I’m struck by an idea then, straightening up in my chair.
“Could I talk to her?”
“To Stevie?”
“Yes! She’s at Bert’s a lot, isn’t she? Maybe she’ll know something we don’t.”
Fern’s whole expression changes. Her eyes flatten, narrowing a little. Her mouth is drawn in a sharp, tight line.
“Absolutely not. It’s out of the question. She’s seven years old for fuck’s sake. Don’t drag her into this.”
I realize I’ve gone too far, even as Fern snatches up the coffee cups and stalks away to the kitchen. Alice is tainted and even if I can knock the supports out from under her delusions, the town will remember. That’s how superstitions thrive, after all.
“Fern, I’m sorry. Of course. I wasn’t thinking.”
I push my chair back and grab my bag, suddenly keen to be out in the cleansing sunshine, hotter than fire. Another thud from upstairs rattles the windows and Stevie cackles a big, full laugh.
Fern studies me, unsmiling, seeming to be bracing herself against a fall. Then her eyes soften a little and she releases a long, shuddering breath.
“No, I’m sorry. I overreacted. I just don’t want her swept up in all this, you know?”
I nod, stepping forward to shake her hand. Ignoring me, Fern grips me in a tight, clammy hug, pressing me to her close enough to whisper into my ear.
“Mina, I meant what I said. I really am interested in how you are.
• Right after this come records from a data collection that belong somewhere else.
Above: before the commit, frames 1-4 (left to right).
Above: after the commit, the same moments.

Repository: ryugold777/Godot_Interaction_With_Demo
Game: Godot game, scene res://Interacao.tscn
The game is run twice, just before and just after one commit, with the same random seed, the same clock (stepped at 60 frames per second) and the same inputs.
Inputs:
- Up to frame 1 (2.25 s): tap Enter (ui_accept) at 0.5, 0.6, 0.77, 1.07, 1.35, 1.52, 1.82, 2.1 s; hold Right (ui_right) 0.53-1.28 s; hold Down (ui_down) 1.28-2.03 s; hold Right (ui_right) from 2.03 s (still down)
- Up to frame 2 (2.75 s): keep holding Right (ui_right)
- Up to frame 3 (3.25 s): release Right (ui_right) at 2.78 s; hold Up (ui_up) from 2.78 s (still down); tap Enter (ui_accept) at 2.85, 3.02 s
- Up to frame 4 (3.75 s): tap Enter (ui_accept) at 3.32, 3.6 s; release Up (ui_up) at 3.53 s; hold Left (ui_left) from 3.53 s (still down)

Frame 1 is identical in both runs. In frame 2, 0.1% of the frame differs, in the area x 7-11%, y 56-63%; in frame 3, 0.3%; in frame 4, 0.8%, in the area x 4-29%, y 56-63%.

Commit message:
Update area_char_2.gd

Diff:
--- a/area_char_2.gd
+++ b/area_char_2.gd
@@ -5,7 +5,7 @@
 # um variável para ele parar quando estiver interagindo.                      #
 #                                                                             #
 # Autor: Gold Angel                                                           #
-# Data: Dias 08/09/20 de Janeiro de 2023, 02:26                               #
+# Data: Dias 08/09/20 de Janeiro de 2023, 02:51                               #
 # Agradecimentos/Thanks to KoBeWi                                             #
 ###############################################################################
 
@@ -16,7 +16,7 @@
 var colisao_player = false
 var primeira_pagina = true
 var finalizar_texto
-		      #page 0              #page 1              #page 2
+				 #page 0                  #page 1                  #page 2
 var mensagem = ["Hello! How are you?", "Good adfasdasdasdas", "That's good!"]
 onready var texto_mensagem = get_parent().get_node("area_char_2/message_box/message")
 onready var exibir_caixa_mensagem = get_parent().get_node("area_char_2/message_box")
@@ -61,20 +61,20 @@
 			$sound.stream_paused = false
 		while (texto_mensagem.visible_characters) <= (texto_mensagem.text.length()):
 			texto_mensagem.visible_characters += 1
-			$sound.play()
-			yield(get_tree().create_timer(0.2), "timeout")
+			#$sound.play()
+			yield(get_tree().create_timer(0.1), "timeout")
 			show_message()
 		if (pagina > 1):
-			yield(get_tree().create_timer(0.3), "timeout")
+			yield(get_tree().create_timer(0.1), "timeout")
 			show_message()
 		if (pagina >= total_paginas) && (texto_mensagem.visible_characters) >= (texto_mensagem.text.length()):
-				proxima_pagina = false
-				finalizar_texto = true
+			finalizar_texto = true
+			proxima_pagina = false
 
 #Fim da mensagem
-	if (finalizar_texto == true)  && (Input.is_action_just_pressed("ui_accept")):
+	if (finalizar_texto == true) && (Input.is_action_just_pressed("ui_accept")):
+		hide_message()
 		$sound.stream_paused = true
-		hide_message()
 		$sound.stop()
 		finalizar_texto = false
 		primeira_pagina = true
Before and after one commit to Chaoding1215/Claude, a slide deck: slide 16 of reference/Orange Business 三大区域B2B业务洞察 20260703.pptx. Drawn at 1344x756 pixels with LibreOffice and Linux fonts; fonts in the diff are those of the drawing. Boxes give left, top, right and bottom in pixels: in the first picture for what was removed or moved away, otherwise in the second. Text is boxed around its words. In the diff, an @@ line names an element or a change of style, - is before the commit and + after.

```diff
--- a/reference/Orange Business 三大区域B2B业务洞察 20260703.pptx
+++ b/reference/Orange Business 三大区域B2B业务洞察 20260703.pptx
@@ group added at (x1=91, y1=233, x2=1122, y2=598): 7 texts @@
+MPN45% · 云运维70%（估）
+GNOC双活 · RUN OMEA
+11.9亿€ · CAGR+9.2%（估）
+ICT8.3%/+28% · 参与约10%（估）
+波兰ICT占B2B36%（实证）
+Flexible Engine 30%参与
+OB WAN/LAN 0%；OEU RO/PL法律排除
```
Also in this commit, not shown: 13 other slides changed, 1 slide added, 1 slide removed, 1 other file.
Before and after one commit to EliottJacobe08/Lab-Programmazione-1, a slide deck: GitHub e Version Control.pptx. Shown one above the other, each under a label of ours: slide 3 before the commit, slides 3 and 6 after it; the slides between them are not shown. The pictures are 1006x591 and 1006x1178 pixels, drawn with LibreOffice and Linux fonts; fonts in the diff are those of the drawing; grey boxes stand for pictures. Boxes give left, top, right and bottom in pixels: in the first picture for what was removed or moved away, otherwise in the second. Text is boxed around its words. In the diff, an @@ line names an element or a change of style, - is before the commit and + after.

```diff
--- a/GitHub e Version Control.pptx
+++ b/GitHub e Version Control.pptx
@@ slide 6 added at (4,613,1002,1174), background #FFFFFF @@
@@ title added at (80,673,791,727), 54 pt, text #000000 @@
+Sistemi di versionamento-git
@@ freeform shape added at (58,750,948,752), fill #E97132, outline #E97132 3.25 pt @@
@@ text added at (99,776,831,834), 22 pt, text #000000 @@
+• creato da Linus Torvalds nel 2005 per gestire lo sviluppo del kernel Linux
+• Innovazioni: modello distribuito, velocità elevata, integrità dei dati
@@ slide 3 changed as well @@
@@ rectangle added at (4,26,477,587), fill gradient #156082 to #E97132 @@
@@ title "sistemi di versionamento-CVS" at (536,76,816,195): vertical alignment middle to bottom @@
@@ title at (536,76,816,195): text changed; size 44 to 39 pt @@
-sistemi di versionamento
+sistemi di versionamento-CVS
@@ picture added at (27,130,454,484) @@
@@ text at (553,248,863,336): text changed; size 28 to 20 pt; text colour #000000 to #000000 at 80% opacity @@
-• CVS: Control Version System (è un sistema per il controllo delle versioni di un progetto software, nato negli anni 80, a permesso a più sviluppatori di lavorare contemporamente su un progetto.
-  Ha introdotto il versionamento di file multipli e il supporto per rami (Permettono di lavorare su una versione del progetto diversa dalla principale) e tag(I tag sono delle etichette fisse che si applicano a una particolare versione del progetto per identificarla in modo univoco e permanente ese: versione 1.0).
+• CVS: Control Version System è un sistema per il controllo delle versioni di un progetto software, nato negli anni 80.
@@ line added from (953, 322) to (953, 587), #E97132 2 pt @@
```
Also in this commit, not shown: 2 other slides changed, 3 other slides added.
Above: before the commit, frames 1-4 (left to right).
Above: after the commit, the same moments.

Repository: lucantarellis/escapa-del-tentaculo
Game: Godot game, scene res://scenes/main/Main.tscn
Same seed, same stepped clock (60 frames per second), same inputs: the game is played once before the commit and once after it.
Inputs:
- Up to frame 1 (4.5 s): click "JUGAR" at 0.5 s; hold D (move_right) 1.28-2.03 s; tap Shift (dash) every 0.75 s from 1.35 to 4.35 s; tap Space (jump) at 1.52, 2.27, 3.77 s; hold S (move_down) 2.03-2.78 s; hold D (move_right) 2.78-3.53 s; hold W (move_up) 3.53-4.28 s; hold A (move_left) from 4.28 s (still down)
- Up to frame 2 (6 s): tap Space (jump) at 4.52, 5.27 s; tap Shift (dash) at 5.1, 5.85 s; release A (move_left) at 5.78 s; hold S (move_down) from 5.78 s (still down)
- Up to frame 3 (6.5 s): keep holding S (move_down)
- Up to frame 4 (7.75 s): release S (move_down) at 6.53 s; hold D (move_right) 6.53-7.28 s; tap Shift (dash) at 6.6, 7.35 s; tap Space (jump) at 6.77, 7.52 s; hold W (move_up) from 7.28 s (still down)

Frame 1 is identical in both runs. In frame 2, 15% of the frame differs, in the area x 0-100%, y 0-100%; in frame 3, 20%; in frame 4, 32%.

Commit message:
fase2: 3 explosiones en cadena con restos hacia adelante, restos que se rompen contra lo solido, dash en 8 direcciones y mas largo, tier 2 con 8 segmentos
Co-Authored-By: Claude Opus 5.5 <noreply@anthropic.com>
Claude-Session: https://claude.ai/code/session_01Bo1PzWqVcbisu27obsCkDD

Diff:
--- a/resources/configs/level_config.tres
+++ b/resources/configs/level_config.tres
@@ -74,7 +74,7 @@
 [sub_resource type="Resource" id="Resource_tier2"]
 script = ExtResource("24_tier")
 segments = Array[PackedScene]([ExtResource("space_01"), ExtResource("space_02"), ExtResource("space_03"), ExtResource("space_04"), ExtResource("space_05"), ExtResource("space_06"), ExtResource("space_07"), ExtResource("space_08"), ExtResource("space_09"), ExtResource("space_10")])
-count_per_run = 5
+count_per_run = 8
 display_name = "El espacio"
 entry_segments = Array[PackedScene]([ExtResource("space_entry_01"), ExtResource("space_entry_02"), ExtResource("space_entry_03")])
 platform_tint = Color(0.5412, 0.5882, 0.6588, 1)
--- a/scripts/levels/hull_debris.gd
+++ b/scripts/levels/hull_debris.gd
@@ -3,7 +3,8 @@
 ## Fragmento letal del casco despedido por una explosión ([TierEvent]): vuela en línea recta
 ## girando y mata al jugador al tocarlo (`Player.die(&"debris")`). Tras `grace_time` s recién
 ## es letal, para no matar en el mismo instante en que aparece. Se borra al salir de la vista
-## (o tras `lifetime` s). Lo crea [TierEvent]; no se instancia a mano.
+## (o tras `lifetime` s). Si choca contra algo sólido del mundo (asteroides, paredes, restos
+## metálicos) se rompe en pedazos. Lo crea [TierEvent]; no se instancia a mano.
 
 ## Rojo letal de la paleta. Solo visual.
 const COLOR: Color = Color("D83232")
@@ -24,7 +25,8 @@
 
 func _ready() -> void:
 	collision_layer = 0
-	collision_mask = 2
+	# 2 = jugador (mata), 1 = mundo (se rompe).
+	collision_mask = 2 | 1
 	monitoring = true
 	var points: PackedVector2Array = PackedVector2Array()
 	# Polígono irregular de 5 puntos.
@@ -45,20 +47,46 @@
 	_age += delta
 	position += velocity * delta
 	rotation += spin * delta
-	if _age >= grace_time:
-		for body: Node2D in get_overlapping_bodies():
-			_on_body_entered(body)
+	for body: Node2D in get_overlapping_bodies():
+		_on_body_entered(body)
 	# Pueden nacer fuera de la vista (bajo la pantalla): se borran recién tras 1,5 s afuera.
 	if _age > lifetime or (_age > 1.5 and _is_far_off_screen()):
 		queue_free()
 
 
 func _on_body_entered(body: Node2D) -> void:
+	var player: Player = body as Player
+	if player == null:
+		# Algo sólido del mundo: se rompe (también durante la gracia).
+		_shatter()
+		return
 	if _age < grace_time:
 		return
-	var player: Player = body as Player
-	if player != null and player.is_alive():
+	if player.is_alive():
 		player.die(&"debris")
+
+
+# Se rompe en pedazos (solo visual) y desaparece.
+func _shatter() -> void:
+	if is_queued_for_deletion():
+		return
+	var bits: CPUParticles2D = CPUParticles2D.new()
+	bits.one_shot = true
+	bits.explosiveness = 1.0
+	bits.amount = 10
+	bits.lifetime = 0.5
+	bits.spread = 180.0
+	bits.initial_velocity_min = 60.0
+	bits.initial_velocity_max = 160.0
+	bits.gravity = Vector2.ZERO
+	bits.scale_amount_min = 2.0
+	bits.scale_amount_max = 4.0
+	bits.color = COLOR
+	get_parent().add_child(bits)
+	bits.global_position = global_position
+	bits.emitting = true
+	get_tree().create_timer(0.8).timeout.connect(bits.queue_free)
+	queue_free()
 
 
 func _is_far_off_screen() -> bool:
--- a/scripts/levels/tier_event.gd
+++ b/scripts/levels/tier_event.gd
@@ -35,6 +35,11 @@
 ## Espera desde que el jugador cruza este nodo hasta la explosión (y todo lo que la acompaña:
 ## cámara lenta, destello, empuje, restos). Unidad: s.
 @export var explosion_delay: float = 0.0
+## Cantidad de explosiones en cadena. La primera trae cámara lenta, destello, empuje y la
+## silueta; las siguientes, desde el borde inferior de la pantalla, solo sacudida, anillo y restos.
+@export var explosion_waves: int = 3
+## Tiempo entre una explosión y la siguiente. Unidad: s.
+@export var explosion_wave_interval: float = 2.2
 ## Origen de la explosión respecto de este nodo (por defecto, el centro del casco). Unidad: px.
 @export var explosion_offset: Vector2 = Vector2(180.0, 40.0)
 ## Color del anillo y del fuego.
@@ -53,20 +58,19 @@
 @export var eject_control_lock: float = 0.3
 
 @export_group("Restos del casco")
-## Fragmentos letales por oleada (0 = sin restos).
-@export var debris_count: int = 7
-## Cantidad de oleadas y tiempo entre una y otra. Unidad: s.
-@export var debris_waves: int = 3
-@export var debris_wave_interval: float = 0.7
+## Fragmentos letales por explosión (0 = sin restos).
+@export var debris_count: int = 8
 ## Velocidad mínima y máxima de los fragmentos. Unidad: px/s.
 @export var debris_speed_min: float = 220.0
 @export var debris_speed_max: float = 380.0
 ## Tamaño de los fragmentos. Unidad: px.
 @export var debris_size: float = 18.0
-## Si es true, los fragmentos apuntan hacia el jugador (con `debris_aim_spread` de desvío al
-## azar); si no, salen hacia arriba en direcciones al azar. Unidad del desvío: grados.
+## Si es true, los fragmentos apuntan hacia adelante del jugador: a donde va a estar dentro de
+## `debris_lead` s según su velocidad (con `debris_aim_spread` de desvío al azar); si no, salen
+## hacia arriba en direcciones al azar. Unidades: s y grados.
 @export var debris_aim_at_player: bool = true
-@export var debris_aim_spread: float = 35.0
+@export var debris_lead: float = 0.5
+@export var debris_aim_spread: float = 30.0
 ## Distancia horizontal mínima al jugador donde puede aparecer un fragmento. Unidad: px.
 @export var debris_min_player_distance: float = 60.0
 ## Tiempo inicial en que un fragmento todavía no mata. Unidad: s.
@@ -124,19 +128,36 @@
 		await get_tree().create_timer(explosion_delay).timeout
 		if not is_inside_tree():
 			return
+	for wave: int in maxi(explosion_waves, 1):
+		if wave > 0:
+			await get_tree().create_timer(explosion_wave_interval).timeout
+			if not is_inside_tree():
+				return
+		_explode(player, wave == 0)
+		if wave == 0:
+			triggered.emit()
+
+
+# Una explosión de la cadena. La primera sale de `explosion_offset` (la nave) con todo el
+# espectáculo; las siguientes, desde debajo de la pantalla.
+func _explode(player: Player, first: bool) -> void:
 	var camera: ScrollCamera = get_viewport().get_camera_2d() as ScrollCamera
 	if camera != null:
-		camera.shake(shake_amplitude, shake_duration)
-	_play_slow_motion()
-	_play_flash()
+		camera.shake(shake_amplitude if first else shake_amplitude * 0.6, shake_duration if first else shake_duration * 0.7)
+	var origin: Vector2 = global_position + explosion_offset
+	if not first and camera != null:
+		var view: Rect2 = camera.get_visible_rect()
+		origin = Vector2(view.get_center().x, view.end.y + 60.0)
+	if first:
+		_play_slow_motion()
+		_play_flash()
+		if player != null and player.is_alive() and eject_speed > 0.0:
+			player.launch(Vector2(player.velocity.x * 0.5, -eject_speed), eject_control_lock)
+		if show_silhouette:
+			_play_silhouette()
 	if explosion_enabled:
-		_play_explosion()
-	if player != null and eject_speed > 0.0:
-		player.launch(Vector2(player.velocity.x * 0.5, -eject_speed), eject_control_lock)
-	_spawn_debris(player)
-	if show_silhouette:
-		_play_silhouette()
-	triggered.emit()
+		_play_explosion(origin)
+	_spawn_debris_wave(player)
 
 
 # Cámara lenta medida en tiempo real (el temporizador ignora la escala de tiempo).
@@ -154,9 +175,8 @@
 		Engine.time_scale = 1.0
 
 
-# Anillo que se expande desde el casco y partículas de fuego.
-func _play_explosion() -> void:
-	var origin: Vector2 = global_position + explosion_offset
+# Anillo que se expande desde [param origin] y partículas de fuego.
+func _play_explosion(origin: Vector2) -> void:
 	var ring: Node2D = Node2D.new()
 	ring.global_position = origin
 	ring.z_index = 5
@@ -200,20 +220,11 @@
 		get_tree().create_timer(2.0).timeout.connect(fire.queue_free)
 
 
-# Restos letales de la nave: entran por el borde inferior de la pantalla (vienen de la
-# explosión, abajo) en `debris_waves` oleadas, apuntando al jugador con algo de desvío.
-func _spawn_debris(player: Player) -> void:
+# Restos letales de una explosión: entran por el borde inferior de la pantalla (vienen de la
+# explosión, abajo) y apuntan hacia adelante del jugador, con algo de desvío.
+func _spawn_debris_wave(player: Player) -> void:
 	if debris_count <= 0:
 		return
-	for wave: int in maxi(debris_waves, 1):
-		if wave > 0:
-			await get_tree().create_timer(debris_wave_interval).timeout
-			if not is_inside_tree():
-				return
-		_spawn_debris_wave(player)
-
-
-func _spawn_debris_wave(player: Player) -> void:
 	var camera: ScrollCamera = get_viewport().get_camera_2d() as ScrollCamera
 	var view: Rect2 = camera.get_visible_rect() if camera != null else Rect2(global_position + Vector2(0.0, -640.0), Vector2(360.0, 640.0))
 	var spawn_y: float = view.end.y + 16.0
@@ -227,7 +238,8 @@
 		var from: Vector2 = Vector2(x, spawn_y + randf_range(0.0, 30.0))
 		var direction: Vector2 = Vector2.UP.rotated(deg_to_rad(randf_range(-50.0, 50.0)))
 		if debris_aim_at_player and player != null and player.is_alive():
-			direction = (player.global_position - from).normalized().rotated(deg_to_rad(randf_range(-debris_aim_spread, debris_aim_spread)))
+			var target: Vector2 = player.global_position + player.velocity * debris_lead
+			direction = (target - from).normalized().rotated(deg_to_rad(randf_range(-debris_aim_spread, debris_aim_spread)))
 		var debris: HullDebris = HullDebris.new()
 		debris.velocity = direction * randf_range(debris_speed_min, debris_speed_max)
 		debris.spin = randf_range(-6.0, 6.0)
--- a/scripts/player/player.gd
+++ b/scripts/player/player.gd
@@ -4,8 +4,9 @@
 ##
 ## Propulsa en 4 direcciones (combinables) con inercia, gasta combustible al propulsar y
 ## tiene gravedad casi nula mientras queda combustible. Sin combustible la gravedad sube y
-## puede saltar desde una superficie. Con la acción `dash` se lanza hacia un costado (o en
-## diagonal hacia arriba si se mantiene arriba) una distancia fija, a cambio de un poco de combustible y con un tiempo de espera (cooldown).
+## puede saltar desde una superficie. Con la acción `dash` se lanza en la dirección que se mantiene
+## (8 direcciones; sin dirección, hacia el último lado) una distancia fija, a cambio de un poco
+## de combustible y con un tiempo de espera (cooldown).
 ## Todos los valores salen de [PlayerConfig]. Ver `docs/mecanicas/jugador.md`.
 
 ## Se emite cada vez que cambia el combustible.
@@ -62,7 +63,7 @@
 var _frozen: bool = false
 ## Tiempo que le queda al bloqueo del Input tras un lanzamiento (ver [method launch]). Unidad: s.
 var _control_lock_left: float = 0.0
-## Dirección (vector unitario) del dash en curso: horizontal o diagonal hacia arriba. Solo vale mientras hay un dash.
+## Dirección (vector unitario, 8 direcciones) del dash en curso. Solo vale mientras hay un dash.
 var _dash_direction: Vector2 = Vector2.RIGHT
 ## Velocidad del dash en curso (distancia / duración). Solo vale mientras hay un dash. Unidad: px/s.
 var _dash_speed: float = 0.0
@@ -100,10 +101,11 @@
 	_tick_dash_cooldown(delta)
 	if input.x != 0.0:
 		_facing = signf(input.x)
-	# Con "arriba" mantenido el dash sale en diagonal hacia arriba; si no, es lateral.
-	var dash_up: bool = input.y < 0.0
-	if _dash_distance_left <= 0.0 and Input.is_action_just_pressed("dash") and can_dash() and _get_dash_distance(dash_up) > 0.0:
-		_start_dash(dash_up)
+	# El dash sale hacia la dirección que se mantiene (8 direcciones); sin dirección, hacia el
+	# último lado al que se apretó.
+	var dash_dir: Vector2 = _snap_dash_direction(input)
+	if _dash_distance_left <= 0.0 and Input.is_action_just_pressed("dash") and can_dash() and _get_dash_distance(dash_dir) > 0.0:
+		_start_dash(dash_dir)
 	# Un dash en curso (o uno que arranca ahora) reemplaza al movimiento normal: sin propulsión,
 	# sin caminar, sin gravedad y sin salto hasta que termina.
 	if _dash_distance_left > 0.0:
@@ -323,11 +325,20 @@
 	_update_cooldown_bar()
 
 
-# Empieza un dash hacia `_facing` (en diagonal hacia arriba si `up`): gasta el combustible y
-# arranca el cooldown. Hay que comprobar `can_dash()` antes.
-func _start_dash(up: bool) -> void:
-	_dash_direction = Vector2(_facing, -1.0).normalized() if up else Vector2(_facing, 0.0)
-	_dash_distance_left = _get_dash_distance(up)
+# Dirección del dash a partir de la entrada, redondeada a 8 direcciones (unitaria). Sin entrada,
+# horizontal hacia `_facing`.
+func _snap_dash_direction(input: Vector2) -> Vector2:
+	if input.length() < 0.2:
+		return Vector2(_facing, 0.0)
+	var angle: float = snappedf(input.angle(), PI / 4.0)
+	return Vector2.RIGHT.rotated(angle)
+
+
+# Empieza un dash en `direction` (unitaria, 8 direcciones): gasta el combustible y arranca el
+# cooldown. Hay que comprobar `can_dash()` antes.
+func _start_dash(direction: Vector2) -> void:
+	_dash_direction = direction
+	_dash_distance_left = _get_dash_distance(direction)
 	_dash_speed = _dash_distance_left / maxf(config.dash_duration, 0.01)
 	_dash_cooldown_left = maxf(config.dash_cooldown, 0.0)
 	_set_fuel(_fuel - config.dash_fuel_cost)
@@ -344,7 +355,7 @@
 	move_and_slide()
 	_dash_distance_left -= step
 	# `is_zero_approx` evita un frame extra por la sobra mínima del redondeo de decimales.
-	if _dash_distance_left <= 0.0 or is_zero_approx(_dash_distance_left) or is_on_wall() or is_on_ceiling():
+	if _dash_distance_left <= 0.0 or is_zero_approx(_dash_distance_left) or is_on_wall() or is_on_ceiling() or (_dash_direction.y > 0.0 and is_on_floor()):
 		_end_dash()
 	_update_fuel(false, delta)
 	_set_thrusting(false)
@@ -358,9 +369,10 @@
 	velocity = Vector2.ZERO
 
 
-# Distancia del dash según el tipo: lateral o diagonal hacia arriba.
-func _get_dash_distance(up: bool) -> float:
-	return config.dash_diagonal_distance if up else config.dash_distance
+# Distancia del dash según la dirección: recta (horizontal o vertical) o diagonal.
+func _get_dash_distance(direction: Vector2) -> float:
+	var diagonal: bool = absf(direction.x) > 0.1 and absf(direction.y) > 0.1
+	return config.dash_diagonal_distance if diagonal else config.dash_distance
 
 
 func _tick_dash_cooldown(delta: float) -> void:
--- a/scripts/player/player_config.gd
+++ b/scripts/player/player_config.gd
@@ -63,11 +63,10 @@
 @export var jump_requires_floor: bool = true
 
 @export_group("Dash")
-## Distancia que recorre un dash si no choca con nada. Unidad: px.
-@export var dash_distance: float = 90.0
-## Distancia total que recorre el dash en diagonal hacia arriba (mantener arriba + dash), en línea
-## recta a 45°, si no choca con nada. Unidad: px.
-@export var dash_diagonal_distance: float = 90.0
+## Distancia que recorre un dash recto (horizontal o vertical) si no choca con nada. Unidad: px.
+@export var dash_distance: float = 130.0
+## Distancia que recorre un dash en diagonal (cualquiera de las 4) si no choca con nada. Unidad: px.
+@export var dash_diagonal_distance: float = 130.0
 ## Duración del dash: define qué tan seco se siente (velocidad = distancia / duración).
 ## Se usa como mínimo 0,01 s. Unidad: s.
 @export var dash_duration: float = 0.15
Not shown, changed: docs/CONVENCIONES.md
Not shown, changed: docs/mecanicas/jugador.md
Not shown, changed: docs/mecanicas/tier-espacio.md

If you ever want to talk about it, you know where I am.”
The mind can turn on you, can’t it? That’s what Paul told me. I try not to think about poor Terry bleeding out in his beloved Ford Escort, try not to think about those white, groping fingers hanging from the chimney in the dark of the fireplace. It’s just fear, making my brain play tricks on me. It’s not real. None of it is real.